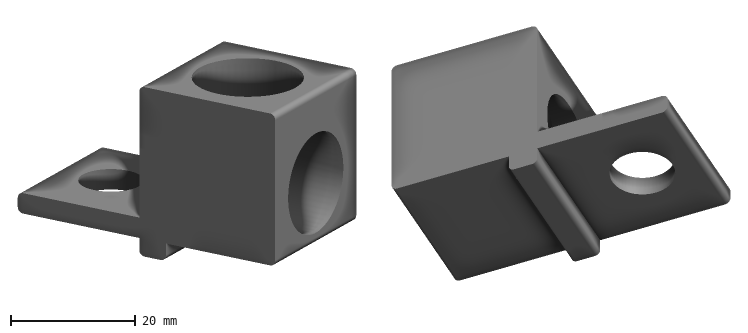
import cadquery as cq

length = 48.5
width = 25.0
height = 29.0

foot_height = 3.0
tongue_thickness = 3.5
tongue_top = foot_height + tongue_thickness
block_length = 25.6
block_start = length - block_length
foot_length = 5.0
edge_radius = 0.95

bolt_diameter = 10.55
bolt_x = 9.95
bore_diameter = 17.0
bore_z = 13.4
top_hole_diameter = 18.05
top_hole_x = block_start + block_length / 2


def make_body():
    """Block with a tongue and a foot, rounded at every outer corner."""
    profile = [
        (0, foot_height),
        (block_start, foot_height),
        (block_start, 0),
        (block_start + foot_length, 0),
        (block_start + foot_length, foot_height),
        (length, foot_height),
        (length, height),
        (block_start, height),
        (block_start, tongue_top),
        (0, tongue_top),
    ]
    body = cq.Workplane("XZ").polyline(profile).close().extrude(width / 2, both=True)

    rounded_corners = [
        (0, foot_height),
        (0, tongue_top),
        (block_start, 0),
        (block_start + foot_length, 0),
        (length, foot_height),
        (length, height),
        (block_start, height),
    ]
    for x, z in rounded_corners:
        body = body.edges(cq.selectors.NearestToPointSelector((x, 0, z))).fillet(edge_radius)
    return body


def bolt_hole():
    """Vertical hole through the tongue."""
    return (
        cq.Workplane("XY", origin=(bolt_x, 0, foot_height))
        .circle(bolt_diameter / 2)
        .extrude(tongue_thickness)
    )


def cable_bore():
    """Horizontal bore through the block, stopping at its tongue-side face."""
    return (
        cq.Workplane("YZ", origin=(block_start, 0, bore_z))
        .circle(bore_diameter / 2)
        .extrude(block_length)
    )


def top_hole():
    """Vertical hole from the top of the block down to the bore axis."""
    return (
        cq.Workplane("XY", origin=(top_hole_x, 0, bore_z))
        .circle(top_hole_diameter / 2)
        .extrude(height - bore_z)
    )


result = make_body().cut(bolt_hole()).cut(cable_bore()).cut(top_hole())
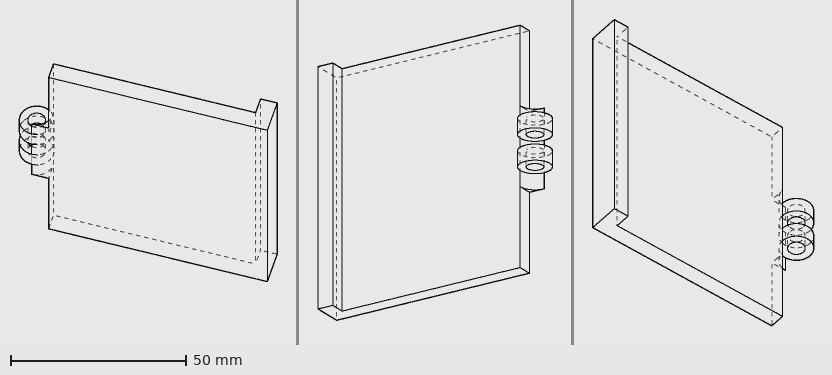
import cadquery as cq

length = 75.1
height = 75.0
knuckle_diameter = 10.0
pin_diameter = 5.0
knuckle_count = 2
hinge_slots = 5

knuckle_radius = knuckle_diameter / 2
thickness = knuckle_radius
hinge_bottom = height / 3
hinge_height = height / 3
slot_height = hinge_height / hinge_slots


def block(x_start, x_end, y_end, z_start, z_size):
    """Box whose front face lies on Y = 0."""
    return cq.Workplane("XY").box(x_end - x_start, y_end, z_size, centered=False).translate(
        (x_start, 0, z_start)
    )


def hinge_cylinder(diameter, z_start, z_size):
    """Cylinder around the hinge axis."""
    return (
        cq.Workplane("XY", origin=(knuckle_radius, knuckle_radius, z_start))
        .circle(diameter / 2)
        .extrude(z_size)
    )


leaf = block(knuckle_diameter, length, thickness, 0, height)
lip = block(length - thickness, length, knuckle_diameter, 0, height)

tab = block(knuckle_radius, knuckle_diameter, thickness, hinge_bottom, hinge_height)
tab = tab.cut(hinge_cylinder(knuckle_diameter, hinge_bottom, hinge_height))

result = leaf.union(lip).union(tab)

for index in range(knuckle_count):
    knuckle_bottom = hinge_bottom + (2 * index + 1) * slot_height
    result = result.union(hinge_cylinder(knuckle_diameter, knuckle_bottom, slot_height))
result = result.cut(hinge_cylinder(pin_diameter, hinge_bottom, hinge_height))
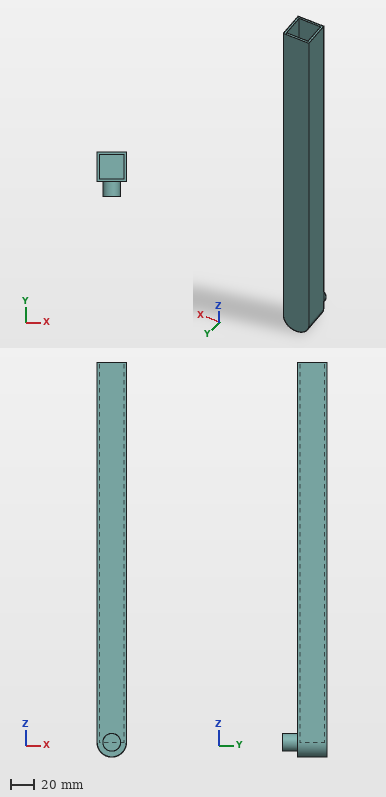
import cadquery as cq

total_height = 336.5
tube_width = 25.2
wall = 2.0
pin_diameter = 15.0
pin_length = 12.8

end_radius = tube_width / 2
straight_height = total_height - end_radius
front_face = -tube_width / 2


def rounded_bar():
    """Solid square bar standing on a half-round end, with the end axis at Z = 0."""
    return (
        cq.Workplane("XZ", origin=(0, tube_width / 2, 0))
        .moveTo(-end_radius, straight_height)
        .lineTo(-end_radius, 0)
        .threePointArc((0, -end_radius), (end_radius, 0))
        .lineTo(end_radius, straight_height)
        .close()
        .extrude(tube_width)
    )


def tube_cavity():
    """Square bore, open at the top and ending on a flat floor above the rounded end."""
    bore_width = tube_width - 2 * wall
    return cq.Workplane("XY").rect(bore_width, bore_width).extrude(straight_height)


def pivot_pin():
    """Round pin projecting from the front face (-Y)."""
    return (
        cq.Workplane("XZ", origin=(0, front_face, 0))
        .circle(pin_diameter / 2)
        .extrude(pin_length)
    )


result = rounded_bar().cut(tube_cavity()).union(pivot_pin())
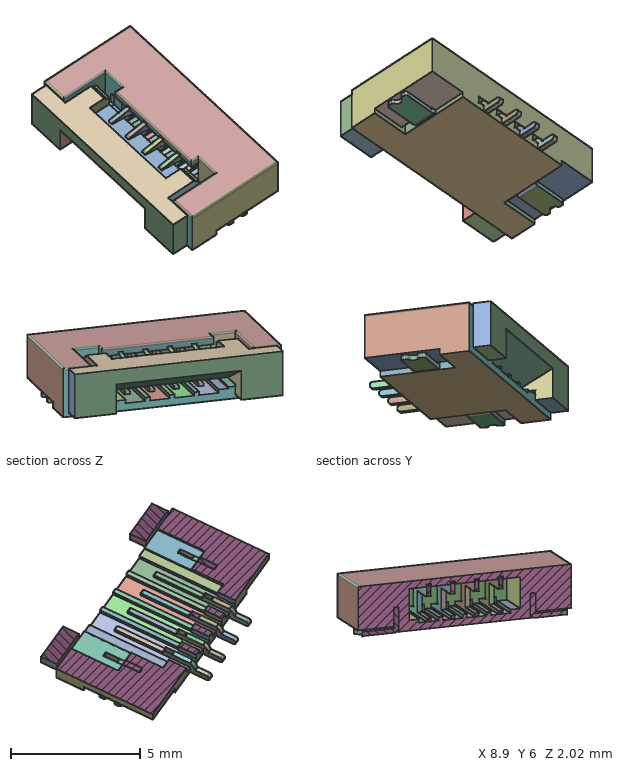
import cadquery as cq


HOUSING_WIDTH = 8.9
HOUSING_DEPTH = 4.33
HOUSING_HEIGHT = 2.0
EDGE_FILLET = 0.06
HOUSING_FRONT = -HOUSING_DEPTH

OPENING_WIDTH = 6.6
OPENING_REAR = -2.23
OPENING_FLOOR = 0.5
LIP_WIDTH = 4.58
LIP_FRONT = -2.58
LIP_BOTTOM = 1.68

CABLE_FLOOR = 0.44
CABLE_WIDTH = 4.6
SLOT_FLOOR = 0.3
SLOT_WIDTH = 0.8
WINDOW_WIDTH = 0.72
WINDOW_CLEARANCE = 0.04
GROOVE_TOP = 1.79
CAVITY_REAR = -0.8

CONTACT_COUNT = 4
CONTACT_PITCH = 1.0
CONTACT_WIDTH = 0.2
SOLDER_PLANE = -0.02
TAIL_END = 0.87
TAIL_TOP = 0.25
TAIL_FILLET = 0.13
SHOULDER_START = 0.235
SHOULDER_MIDDLE = (0.13, 0.44)
SHOULDER_TOP = 0.56
TAIL_HEEL = 0.1
SPINE_REAR = CAVITY_REAR
SPINE_FRONT = -1.2
LOWER_ARM_TIP = -3.4
LOWER_ARM_TOP = CABLE_FLOOR
UPPER_ARM_TOP = 1.74
UPPER_ARM_BEND = LIP_FRONT
UPPER_ARM_BOTTOM = 1.3
UPPER_ARM_ROOT = -2.26
UPPER_TIP = -3.48
UPPER_TIP_TOP = 1.6
UPPER_TIP_BOTTOM = 1.53
UPPER_TIP_CHAMFER = 0.09
UPPER_TIP_CHAMFER_DROP = 0.04

TAB_THICKNESS = 0.2
TAB_OUTER = 4.4
TAB_LEG_INNER = 2.75
TAB_LEG_OUTER = TAB_LEG_INNER + TAB_THICKNESS
TAB_LENGTH = 1.0
TAB_FRONT = -2.47
TAB_CENTER = TAB_FRONT + TAB_LENGTH / 2
TAB_TOP = 1.0
TAB_TOP_FILLET = 0.09
TAB_BEND_RADIUS = 0.19
FORK_RADIUS = 0.2
PRONG_FILLET = 0.1
TAB_RECESS_FRONT = -3.1
TAB_RECESS_HEIGHT = 0.23

FLANGE_WIDTH = 8.5
FLANGE_FRONT = -5.13
FLANGE_REAR = -4.41
FLANGE_BOTTOM = 0.2
TONGUE_WIDTH = 6.18
TONGUE_REAR = -2.87
TONGUE_BOTTOM = 0.6
SLIDER_TOP = HOUSING_HEIGHT
CABLE_MOUTH_WIDTH = 5.1
CABLE_MOUTH_TOP = 1.4
CABLE_RAMP_REAR = -3.5
POCKET_WIDTH = LIP_WIDTH
POCKET_FRONT = -3.85
POCKET_FLOOR = 1.45
STEP_TOP = 1.86
STEP_FRONT = -2.98
STEP_SLOPE_FRONT = -3.12

contact_places = [(i - (CONTACT_COUNT - 1) / 2) * CONTACT_PITCH for i in range(CONTACT_COUNT)]


def box(x_range, y_range, z_range):
    """Axis-aligned block given by its two limits along each axis."""
    (x0, x1), (y0, y1), (z0, z1) = x_range, y_range, z_range
    return cq.Workplane("XY").box(x1 - x0, y1 - y0, z1 - z0, centered=False).translate((x0, y0, z0))


def centered_box(width, y_range, z_range, x=0):
    """Block of the given width, centred on x."""
    return box((x - width / 2, x + width / 2), y_range, z_range)


def side_profile(points, width):
    """Extrude a closed outline of (y, z) points to the given width, centred on X = 0."""
    outline = cq.Workplane("YZ").polyline(points).close()
    return outline.extrude(width / 2, both=True)


def make_contact(x):
    """C-shaped sheet contact in the plane at x, with a solder tail behind the housing."""
    arm_radius = (LOWER_ARM_TOP - SLOT_FLOOR) / 2
    outline = (
        cq.Workplane("YZ")
        .moveTo(0, 0)
        .lineTo(TAIL_HEEL, SOLDER_PLANE)
        .lineTo(TAIL_END, SOLDER_PLANE)
        .lineTo(TAIL_END, TAIL_TOP)
        .lineTo(SHOULDER_START, TAIL_TOP)
        .threePointArc(SHOULDER_MIDDLE, (0, SHOULDER_TOP))
        .lineTo(SPINE_REAR, SHOULDER_TOP)
        .lineTo(SPINE_REAR, UPPER_ARM_TOP)
        .lineTo(UPPER_ARM_BEND, UPPER_ARM_TOP)
        .lineTo(UPPER_TIP + UPPER_TIP_CHAMFER, UPPER_TIP_TOP)
        .lineTo(UPPER_TIP, UPPER_TIP_TOP - UPPER_TIP_CHAMFER_DROP)
        .lineTo(UPPER_TIP, UPPER_TIP_BOTTOM)
        .lineTo(TONGUE_REAR, POCKET_FLOOR)
        .lineTo(UPPER_ARM_ROOT, UPPER_ARM_BOTTOM)
        .lineTo(SPINE_FRONT, UPPER_ARM_BOTTOM)
        .lineTo(SPINE_FRONT, LOWER_ARM_TOP)
        .lineTo(LOWER_ARM_TIP + arm_radius, LOWER_ARM_TOP)
        .threePointArc((LOWER_ARM_TIP, SLOT_FLOOR + arm_radius), (LOWER_ARM_TIP + arm_radius, SLOT_FLOOR))
        .lineTo(0, SLOT_FLOOR)
        .close()
    )
    contact = outline.extrude(CONTACT_WIDTH / 2, both=True).translate((x, 0, 0))
    return contact.edges("|X and >Y").fillet(TAIL_FILLET)


def make_tab_leg():
    """Upright leg of the tab on the +X side: full length below the opening floor, shorter above it."""
    tab_rear = TAB_FRONT + TAB_LENGTH
    upper = box((TAB_LEG_INNER, TAB_LEG_OUTER), (OPENING_REAR, tab_rear), (SOLDER_PLANE, TAB_TOP))
    upper = upper.edges("|Y and >Z").fillet(TAB_TOP_FILLET)
    return upper.union(box((TAB_LEG_INNER, TAB_LEG_OUTER), (TAB_FRONT, tab_rear), (SOLDER_PLANE, OPENING_FLOOR)))


def make_tab():
    """Tab on the +X side; the other one is its mirror image."""
    foot = box((TAB_LEG_INNER, TAB_OUTER), (TAB_FRONT, TAB_FRONT + TAB_LENGTH),
               (SOLDER_PLANE, SOLDER_PLANE + TAB_THICKNESS))
    fork = (cq.Workplane("XY", origin=(TAB_OUTER, TAB_CENTER, SOLDER_PLANE))
            .circle(FORK_RADIUS).extrude(TAB_THICKNESS))
    foot = foot.cut(fork).edges("|Z and >X").fillet(PRONG_FILLET)
    bend = foot.union(make_tab_leg()).edges("|Y and <X and <Z")
    return bend.fillet(TAB_BEND_RADIUS)


def make_slider():
    """T-shaped lock: front flange, tongue, sloping cable mouth below and contact pocket on top."""
    slider = centered_box(FLANGE_WIDTH, (FLANGE_FRONT, FLANGE_REAR), (FLANGE_BOTTOM, SLIDER_TOP))
    slider = slider.union(centered_box(TONGUE_WIDTH, (FLANGE_REAR, TONGUE_REAR), (TONGUE_BOTTOM, SLIDER_TOP)))
    mouth = [(FLANGE_FRONT, 0), (FLANGE_FRONT, CABLE_MOUTH_TOP), (CABLE_RAMP_REAR, TONGUE_BOTTOM),
             (CABLE_RAMP_REAR, 0)]
    slider = slider.cut(side_profile(mouth, CABLE_MOUTH_WIDTH))
    slider = slider.cut(centered_box(POCKET_WIDTH, (POCKET_FRONT, TONGUE_REAR), (POCKET_FLOOR, SLIDER_TOP)))
    step = [(STEP_SLOPE_FRONT, SLIDER_TOP), (STEP_FRONT, STEP_TOP), (TONGUE_REAR, STEP_TOP),
            (TONGUE_REAR, SLIDER_TOP)]
    return slider.cut(side_profile(step, TONGUE_WIDTH))


def make_housing():
    """Block with the slider opening, cable cavity, contact passages and tab spaces."""
    housing = centered_box(HOUSING_WIDTH, (HOUSING_FRONT, 0), (0, HOUSING_HEIGHT))
    opening = centered_box(OPENING_WIDTH, (HOUSING_FRONT, OPENING_REAR), (OPENING_FLOOR, HOUSING_HEIGHT))
    lip = centered_box(LIP_WIDTH, (LIP_FRONT, OPENING_REAR), (LIP_BOTTOM, HOUSING_HEIGHT))
    housing = housing.cut(opening.cut(lip))
    housing = housing.faces(">Z").edges().fillet(EDGE_FILLET)
    housing = housing.cut(centered_box(CABLE_WIDTH, (HOUSING_FRONT, OPENING_REAR), (CABLE_FLOOR, OPENING_FLOOR)))
    housing = housing.cut(centered_box(CABLE_WIDTH, (LIP_FRONT, CAVITY_REAR), (CABLE_FLOOR, LIP_BOTTOM)))
    for x in contact_places:
        slot = centered_box(SLOT_WIDTH, (HOUSING_FRONT, CAVITY_REAR), (SLOT_FLOOR, CABLE_FLOOR), x)
        window = centered_box(WINDOW_WIDTH, (CAVITY_REAR, 0), (SLOT_FLOOR, SHOULDER_TOP + WINDOW_CLEARANCE), x)
        groove = centered_box(CONTACT_WIDTH, (LIP_FRONT, CAVITY_REAR), (LIP_BOTTOM, GROOVE_TOP), x)
        housing = housing.cut(slot).cut(window).cut(groove)
    recess = box((TAB_LEG_INNER, HOUSING_WIDTH / 2), (TAB_RECESS_FRONT, 0), (0, TAB_RECESS_HEIGHT))
    slit = box((TAB_LEG_INNER, TAB_LEG_OUTER), (TAB_RECESS_FRONT, OPENING_REAR), (0, OPENING_FLOOR))
    tab_space = recess.union(slit).union(make_tab_leg())
    housing = housing.cut(tab_space).cut(tab_space.mirror("YZ"))
    return housing


housing = make_housing()
slider = make_slider()
contacts = [make_contact(x) for x in contact_places]
right_tab = make_tab()
tabs = [right_tab, right_tab.mirror("YZ")]

result = cq.Compound.makeCompound(
    [housing.val(), slider.val(), *[contact.val() for contact in contacts], *[tab.val() for tab in tabs]]
)
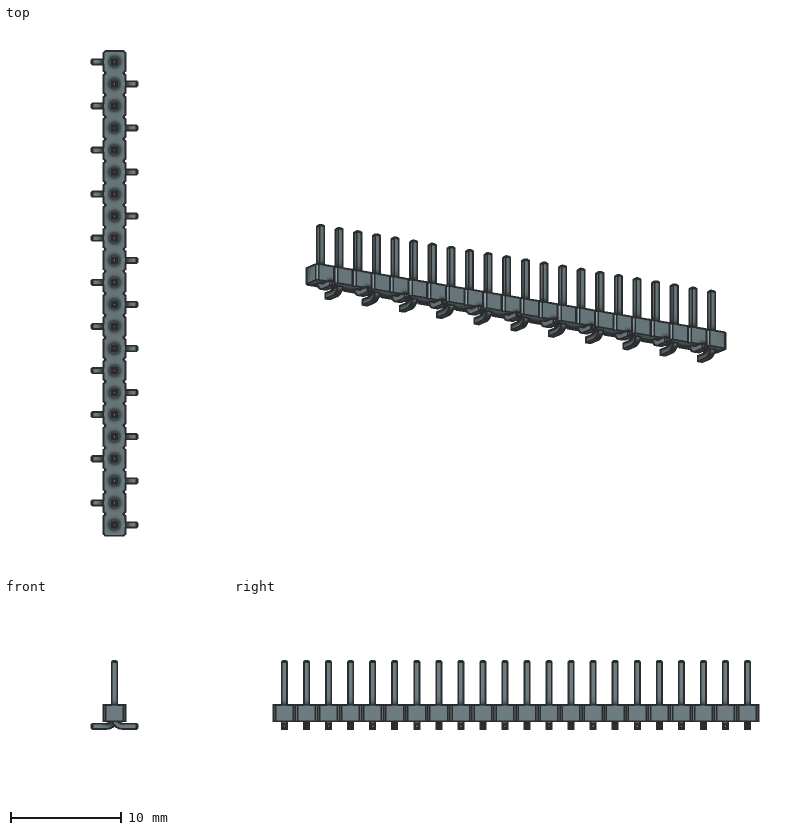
import cadquery as cq

pin_count = 22
pitch = 2.0
housing_width = 2.0
housing_bottom = 0.7
housing_top = 2.2
cell_chamfer = 0.2

wire = 0.5
pin_top = 6.2
foot_reach = 2.1
bend_inner_radius = wire
bend_outer_radius = bend_inner_radius + wire
tip_chamfer = wire / 4


def pin_y(index):
    """Y position of a pin, the row being centred on the origin."""
    return (index - (pin_count - 1) / 2) * pitch


def make_cell():
    """One housing cell, centred on the Z axis."""
    return (
        cq.Workplane("XY")
        .workplane(offset=housing_bottom)
        .rect(housing_width, pitch)
        .extrude(housing_top - housing_bottom)
        .edges("|Z")
        .chamfer(cell_chamfer)
    )


def make_pin():
    """One L-shaped pin on the Z axis, with its foot pointing along +X."""
    half = wire / 2
    bend_x = bend_outer_radius - half
    bend_z = bend_outer_radius
    return (
        cq.Workplane("XZ")
        .moveTo(-half, pin_top)
        .lineTo(-half, bend_z)
        .radiusArc((bend_x, 0), -bend_outer_radius)
        .lineTo(foot_reach, 0)
        .lineTo(foot_reach, wire)
        .lineTo(bend_x, wire)
        .radiusArc((half, bend_z), bend_inner_radius)
        .lineTo(half, pin_top)
        .close()
        .extrude(half, both=True)
        .faces(">Z or >X")
        .edges()
        .chamfer(tip_chamfer)
    )


def make_header():
    """All cells and pins joined; the feet alternate sides, starting at +X."""
    cell = make_cell()
    right_pin = make_pin()
    left_pin = right_pin.rotate((0, 0, 0), (0, 0, 1), 180)
    header = None
    for index in range(pin_count):
        pin = right_pin if index % 2 == 0 else left_pin
        station = cell.union(pin).translate((0, pin_y(index), 0))
        header = station if header is None else header.union(station)
    return header


result = make_header()
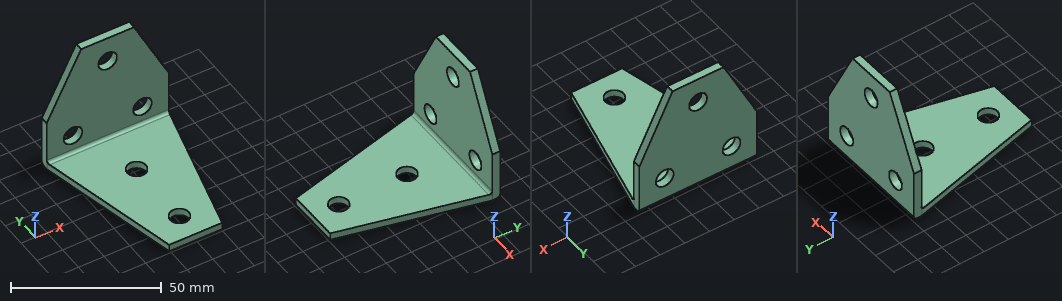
import cadquery as cq

width = 47.65
height = 47.65
depth = 58.75
upright_thickness = 3.2
base_thickness = 3.0
tip_width = 20.75
shoulder_height = 20.75
inner_bend_radius = 1.25
outer_bend_radius = 1.45
hole_diameter = 7.15
hole_pitch = 27.1
hole_end_margin = 10.3


def make_angle_section():
    """Full-width L section with a rounded bend."""
    section = (
        cq.Workplane("YZ")
        .polyline([
            (0, 0),
            (0, height),
            (-upright_thickness, height),
            (-upright_thickness, base_thickness),
            (-depth, base_thickness),
            (-depth, 0),
        ])
        .close()
        .extrude(width / 2, both=True)
    )
    inner_corner = cq.selectors.NearestToPointSelector((0, -upright_thickness, base_thickness))
    outer_corner = cq.selectors.NearestToPointSelector((0, 0, 0))
    section = section.edges("|X").edges(inner_corner).fillet(inner_bend_radius)
    return section.edges("|X").edges(outer_corner).fillet(outer_bend_radius)


def tapered_outline(workplane, start, shoulder, end):
    """Symmetric outline, full width up to the shoulder, then narrowing to the tip."""
    return workplane.polyline([
        (-width / 2, start),
        (-width / 2, shoulder),
        (-tip_width / 2, end),
        (tip_width / 2, end),
        (width / 2, shoulder),
        (width / 2, start),
    ]).close()


upright_outline = tapered_outline(cq.Workplane("XZ"), 0, shoulder_height, height).extrude(depth)
base_outline = tapered_outline(cq.Workplane("XY"), 0, -upright_thickness, -depth).extrude(height)

top_hole_z = height - hole_end_margin
lower_hole_z = top_hole_z - hole_pitch
upright_holes = (
    cq.Workplane("XZ")
    .pushPoints([
        (0, top_hole_z),
        (-hole_pitch / 2, lower_hole_z),
        (hole_pitch / 2, lower_hole_z),
    ])
    .circle(hole_diameter / 2)
    .extrude(upright_thickness)
)

front_hole_y = hole_end_margin - depth
base_holes = (
    cq.Workplane("XY")
    .pushPoints([(0, front_hole_y), (0, front_hole_y + hole_pitch)])
    .circle(hole_diameter / 2)
    .extrude(base_thickness)
)

bracket = make_angle_section().intersect(upright_outline).intersect(base_outline)
result = bracket.cut(upright_holes).cut(base_holes)

***

= WHAT TO DO =
Using the material above, count how many lines include the word "polyline" and answer with only that figure.

= ANSWER SPACE =
4